▶ _AIM OF THE EXERCISE_:
Please return every line of the records that contains the word "centered".

▶ _DATASET EXCERPTS_:
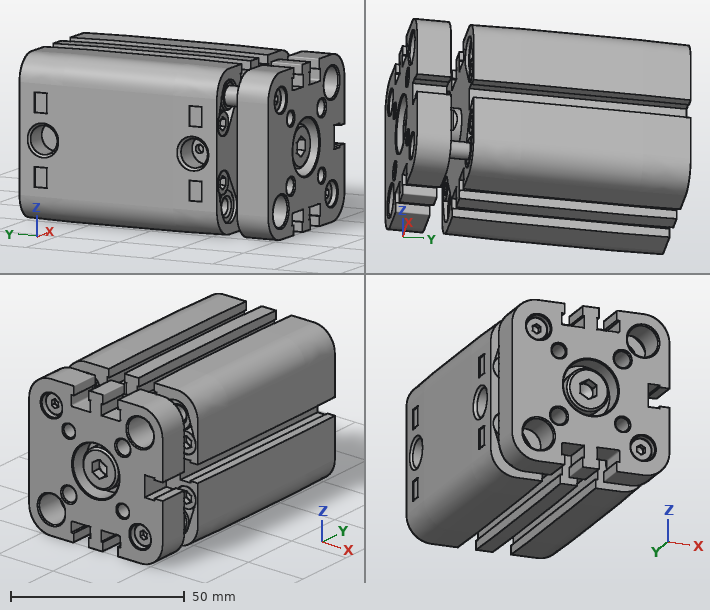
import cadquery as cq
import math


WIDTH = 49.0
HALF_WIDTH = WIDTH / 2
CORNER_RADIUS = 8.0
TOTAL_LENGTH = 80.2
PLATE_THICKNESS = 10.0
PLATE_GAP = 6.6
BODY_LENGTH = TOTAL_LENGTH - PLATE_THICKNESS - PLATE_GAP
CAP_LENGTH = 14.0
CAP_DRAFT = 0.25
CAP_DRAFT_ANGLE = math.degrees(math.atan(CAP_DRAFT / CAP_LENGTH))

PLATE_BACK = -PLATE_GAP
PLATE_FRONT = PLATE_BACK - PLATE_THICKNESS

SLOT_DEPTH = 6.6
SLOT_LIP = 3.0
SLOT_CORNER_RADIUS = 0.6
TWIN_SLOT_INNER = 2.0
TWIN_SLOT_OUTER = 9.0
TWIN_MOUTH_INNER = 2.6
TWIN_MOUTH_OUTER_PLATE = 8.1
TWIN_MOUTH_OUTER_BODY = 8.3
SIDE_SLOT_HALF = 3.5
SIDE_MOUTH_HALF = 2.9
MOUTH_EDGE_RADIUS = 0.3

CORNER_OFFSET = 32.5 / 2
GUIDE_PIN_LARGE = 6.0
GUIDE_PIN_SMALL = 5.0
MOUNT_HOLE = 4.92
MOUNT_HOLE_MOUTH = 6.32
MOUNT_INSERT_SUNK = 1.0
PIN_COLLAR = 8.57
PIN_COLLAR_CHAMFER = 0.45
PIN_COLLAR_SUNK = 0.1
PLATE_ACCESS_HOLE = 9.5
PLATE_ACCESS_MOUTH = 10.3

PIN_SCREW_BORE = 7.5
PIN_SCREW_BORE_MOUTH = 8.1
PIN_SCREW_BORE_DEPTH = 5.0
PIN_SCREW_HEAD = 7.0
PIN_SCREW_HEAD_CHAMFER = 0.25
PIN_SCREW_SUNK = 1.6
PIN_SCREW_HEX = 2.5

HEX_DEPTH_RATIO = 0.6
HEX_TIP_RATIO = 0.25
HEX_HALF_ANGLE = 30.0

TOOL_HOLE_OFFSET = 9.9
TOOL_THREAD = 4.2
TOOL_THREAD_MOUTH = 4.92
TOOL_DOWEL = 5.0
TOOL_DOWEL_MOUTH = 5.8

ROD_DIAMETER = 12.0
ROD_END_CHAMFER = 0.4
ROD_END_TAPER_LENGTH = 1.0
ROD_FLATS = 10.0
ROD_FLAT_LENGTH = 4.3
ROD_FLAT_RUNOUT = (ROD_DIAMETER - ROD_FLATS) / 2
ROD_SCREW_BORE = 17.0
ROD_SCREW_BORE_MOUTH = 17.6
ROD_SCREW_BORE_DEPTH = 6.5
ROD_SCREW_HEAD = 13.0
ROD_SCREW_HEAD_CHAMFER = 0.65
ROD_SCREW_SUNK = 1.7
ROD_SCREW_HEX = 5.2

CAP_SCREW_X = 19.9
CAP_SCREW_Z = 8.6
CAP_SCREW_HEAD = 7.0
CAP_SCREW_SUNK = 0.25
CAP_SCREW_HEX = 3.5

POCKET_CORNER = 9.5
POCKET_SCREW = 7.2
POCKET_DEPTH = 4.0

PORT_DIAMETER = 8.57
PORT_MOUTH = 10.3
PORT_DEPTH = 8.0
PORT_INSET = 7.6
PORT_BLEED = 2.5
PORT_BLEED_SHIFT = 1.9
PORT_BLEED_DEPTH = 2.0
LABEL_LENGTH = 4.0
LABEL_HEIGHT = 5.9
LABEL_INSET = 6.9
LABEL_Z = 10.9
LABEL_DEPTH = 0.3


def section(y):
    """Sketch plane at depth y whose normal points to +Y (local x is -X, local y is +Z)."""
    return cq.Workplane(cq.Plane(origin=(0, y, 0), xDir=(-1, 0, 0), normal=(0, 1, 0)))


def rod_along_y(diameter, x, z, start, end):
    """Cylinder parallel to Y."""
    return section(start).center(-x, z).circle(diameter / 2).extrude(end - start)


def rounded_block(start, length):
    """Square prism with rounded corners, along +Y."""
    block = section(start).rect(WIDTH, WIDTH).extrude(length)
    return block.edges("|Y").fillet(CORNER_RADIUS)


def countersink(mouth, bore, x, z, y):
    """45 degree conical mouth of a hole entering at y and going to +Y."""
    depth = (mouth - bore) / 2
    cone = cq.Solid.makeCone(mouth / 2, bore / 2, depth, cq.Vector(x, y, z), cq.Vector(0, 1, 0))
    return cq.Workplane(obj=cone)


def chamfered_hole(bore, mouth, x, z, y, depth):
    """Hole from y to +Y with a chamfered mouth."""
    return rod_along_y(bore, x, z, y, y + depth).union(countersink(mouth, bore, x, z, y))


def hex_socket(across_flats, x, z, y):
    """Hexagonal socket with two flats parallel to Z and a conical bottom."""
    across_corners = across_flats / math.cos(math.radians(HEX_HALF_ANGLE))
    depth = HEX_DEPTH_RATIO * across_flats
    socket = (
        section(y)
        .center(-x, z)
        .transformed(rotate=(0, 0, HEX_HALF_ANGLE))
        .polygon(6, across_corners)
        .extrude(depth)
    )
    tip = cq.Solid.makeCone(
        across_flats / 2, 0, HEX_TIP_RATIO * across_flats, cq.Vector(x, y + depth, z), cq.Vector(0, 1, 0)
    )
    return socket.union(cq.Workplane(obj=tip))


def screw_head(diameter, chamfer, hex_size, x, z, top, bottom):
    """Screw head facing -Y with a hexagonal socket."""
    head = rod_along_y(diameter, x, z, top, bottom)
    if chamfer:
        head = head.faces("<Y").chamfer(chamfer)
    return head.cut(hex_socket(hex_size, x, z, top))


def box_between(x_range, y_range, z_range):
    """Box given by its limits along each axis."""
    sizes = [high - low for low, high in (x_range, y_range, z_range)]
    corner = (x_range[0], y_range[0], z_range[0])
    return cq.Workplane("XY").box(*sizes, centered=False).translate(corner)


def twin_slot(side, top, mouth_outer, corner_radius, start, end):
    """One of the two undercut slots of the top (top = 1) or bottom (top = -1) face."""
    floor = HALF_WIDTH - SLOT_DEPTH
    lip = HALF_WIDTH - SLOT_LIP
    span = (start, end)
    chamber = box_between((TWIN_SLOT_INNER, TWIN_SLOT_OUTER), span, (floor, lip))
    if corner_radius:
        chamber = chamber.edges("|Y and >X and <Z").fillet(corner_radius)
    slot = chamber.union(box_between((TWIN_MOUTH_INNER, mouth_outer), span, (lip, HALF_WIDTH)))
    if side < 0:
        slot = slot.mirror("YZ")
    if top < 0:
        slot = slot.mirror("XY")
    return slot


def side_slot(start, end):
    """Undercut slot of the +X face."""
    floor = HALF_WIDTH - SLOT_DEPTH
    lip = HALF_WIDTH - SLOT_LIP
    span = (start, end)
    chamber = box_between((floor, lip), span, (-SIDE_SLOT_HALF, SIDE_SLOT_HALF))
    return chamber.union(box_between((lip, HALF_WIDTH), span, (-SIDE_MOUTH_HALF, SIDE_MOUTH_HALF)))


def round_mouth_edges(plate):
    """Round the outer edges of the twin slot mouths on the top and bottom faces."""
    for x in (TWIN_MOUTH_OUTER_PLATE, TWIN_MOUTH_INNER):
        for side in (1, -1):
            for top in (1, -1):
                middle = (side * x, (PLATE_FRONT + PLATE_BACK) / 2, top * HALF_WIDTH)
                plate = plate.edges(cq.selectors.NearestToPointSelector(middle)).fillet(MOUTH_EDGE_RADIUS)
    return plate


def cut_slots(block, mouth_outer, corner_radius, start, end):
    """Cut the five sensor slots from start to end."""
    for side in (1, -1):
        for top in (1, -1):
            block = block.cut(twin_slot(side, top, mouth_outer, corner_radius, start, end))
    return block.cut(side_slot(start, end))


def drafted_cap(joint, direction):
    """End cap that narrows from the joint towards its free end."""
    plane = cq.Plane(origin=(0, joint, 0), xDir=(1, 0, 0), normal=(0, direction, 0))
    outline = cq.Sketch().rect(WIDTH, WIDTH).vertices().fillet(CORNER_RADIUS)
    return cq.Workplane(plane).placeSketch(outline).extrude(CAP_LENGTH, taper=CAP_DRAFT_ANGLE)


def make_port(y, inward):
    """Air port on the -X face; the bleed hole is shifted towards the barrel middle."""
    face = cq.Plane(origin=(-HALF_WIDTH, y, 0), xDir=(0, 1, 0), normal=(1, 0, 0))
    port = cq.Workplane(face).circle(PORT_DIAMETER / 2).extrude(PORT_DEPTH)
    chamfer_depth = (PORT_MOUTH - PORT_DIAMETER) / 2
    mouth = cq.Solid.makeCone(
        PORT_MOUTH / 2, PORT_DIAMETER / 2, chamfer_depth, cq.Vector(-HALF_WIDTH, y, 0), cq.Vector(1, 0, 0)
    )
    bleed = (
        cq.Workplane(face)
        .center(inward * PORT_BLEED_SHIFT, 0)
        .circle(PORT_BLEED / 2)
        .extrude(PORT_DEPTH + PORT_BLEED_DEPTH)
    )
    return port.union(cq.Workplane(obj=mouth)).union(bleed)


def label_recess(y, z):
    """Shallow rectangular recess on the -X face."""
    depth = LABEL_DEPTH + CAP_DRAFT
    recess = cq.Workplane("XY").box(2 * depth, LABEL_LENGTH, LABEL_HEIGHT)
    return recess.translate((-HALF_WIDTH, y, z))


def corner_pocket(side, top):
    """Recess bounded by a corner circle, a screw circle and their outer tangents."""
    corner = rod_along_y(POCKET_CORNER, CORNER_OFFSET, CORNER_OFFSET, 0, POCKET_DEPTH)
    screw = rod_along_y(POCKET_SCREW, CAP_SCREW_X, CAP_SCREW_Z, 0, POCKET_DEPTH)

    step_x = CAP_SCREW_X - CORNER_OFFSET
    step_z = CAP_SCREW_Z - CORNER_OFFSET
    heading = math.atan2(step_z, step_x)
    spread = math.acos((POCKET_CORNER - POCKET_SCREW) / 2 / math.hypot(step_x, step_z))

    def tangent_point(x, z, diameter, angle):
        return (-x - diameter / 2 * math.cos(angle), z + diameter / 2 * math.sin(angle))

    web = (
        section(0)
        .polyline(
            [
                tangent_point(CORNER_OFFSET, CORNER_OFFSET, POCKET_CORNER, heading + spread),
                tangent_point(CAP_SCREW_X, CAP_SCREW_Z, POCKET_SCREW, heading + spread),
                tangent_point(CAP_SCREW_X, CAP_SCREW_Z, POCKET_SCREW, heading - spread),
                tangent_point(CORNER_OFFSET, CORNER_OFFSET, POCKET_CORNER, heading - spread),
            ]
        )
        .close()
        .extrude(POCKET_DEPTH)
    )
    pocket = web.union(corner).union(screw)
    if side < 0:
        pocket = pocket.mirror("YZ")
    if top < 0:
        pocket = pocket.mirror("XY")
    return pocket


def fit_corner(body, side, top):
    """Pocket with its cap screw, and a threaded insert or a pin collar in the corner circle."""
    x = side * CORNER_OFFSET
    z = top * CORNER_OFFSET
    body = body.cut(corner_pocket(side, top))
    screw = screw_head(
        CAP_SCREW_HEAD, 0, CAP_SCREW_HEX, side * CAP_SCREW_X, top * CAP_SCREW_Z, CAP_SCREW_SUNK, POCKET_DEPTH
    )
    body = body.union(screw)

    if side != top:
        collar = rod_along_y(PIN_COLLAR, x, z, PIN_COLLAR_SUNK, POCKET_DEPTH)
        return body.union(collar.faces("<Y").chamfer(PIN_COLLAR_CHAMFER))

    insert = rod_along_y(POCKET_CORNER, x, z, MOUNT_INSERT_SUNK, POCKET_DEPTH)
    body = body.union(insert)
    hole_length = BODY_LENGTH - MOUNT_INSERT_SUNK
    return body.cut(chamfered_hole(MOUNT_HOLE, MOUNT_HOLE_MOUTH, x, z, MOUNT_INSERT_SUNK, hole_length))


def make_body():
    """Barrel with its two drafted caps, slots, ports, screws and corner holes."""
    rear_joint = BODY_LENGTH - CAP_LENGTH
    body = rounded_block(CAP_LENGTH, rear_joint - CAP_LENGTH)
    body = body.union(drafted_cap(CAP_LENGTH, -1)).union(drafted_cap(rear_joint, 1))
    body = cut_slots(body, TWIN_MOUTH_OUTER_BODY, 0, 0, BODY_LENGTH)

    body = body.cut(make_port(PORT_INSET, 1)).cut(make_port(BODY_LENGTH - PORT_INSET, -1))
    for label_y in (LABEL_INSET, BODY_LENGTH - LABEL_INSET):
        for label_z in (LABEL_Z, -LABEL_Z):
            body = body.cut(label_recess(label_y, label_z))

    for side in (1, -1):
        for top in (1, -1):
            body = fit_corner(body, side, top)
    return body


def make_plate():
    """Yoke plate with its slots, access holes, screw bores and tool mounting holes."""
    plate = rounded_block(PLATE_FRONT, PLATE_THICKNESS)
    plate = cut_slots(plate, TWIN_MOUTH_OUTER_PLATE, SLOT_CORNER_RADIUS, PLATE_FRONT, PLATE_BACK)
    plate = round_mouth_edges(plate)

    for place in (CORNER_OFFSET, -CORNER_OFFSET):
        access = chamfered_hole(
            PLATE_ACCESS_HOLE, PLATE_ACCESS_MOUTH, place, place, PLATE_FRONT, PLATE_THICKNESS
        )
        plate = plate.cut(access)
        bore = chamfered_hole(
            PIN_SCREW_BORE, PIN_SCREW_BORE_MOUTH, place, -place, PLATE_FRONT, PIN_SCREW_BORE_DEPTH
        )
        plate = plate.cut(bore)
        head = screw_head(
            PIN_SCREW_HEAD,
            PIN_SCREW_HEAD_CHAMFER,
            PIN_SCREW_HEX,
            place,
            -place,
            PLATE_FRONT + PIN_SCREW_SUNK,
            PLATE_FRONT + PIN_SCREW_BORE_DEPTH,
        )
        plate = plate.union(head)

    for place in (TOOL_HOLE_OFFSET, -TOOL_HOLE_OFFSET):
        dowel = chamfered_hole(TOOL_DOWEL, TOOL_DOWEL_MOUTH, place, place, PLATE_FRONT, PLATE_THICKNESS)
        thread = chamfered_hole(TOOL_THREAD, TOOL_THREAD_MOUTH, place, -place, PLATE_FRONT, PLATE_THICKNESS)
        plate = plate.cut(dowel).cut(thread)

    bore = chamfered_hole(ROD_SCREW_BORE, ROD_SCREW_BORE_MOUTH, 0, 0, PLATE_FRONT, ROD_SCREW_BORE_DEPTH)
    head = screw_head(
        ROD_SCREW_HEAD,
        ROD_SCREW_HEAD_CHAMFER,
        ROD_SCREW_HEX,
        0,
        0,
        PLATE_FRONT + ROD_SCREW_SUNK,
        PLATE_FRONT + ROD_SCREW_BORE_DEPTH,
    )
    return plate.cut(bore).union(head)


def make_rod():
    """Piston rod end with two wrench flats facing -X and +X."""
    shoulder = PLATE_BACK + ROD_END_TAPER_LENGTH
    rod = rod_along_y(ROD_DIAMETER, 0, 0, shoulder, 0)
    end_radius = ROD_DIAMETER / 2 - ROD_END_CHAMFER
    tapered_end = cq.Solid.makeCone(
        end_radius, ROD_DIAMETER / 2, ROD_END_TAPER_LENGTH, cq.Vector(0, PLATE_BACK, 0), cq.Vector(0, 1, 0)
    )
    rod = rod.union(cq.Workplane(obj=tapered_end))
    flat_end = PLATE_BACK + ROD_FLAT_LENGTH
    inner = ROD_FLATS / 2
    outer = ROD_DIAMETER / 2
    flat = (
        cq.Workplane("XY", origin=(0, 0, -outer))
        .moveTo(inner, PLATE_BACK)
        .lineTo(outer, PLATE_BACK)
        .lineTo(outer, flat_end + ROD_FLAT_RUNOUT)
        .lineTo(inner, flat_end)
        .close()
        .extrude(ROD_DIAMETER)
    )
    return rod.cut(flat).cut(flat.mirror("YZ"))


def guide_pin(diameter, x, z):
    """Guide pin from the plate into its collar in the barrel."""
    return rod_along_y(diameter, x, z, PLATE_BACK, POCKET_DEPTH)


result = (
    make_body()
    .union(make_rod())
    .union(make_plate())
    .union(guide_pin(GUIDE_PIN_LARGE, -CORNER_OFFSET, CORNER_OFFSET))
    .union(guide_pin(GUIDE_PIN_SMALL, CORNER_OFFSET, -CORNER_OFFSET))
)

* * *

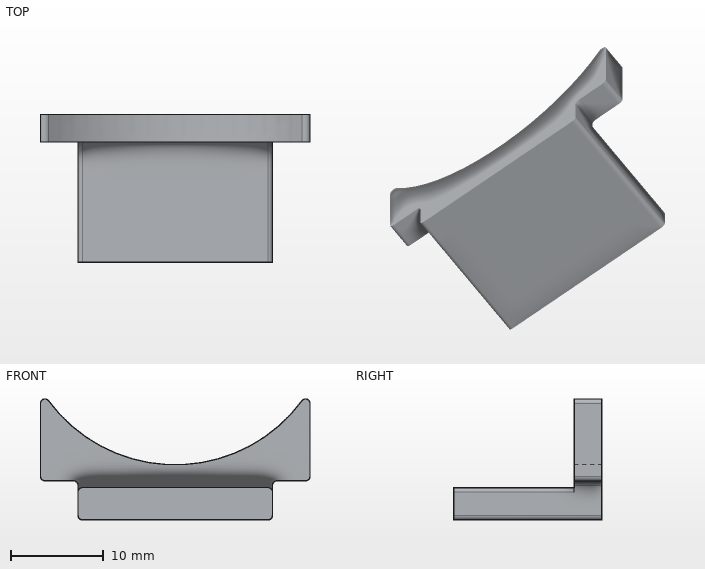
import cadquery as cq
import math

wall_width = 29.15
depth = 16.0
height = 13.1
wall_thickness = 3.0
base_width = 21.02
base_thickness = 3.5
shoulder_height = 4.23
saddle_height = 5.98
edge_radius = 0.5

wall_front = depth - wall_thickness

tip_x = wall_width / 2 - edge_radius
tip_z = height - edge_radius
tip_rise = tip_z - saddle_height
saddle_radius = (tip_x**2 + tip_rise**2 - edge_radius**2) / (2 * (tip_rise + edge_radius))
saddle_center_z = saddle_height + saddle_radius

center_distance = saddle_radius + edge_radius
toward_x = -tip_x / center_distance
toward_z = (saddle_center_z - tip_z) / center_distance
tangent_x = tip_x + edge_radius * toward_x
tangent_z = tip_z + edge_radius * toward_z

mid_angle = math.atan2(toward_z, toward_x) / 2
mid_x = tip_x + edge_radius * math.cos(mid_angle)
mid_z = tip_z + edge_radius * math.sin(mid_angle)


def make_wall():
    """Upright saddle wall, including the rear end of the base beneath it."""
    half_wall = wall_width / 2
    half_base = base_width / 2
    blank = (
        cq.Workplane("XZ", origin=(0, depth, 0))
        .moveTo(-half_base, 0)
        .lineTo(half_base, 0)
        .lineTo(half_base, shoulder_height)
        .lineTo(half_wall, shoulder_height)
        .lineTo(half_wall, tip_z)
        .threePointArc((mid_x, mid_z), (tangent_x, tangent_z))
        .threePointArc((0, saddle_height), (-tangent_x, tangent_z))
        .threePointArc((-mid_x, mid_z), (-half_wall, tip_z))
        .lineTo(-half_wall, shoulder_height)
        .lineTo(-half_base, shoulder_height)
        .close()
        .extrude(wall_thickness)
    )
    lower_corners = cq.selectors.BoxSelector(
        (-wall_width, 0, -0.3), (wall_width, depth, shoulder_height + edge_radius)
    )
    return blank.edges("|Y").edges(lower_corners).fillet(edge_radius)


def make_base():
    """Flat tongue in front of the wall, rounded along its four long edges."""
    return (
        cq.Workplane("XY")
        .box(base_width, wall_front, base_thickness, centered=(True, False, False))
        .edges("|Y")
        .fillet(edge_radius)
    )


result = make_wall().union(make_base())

▶ _THE COMPLETED TASK_:
    return cq.Workplane("XY").box(*sizes, centered=False).translate(corner)
        .box(base_width, wall_front, base_thickness, centered=(True, False, False))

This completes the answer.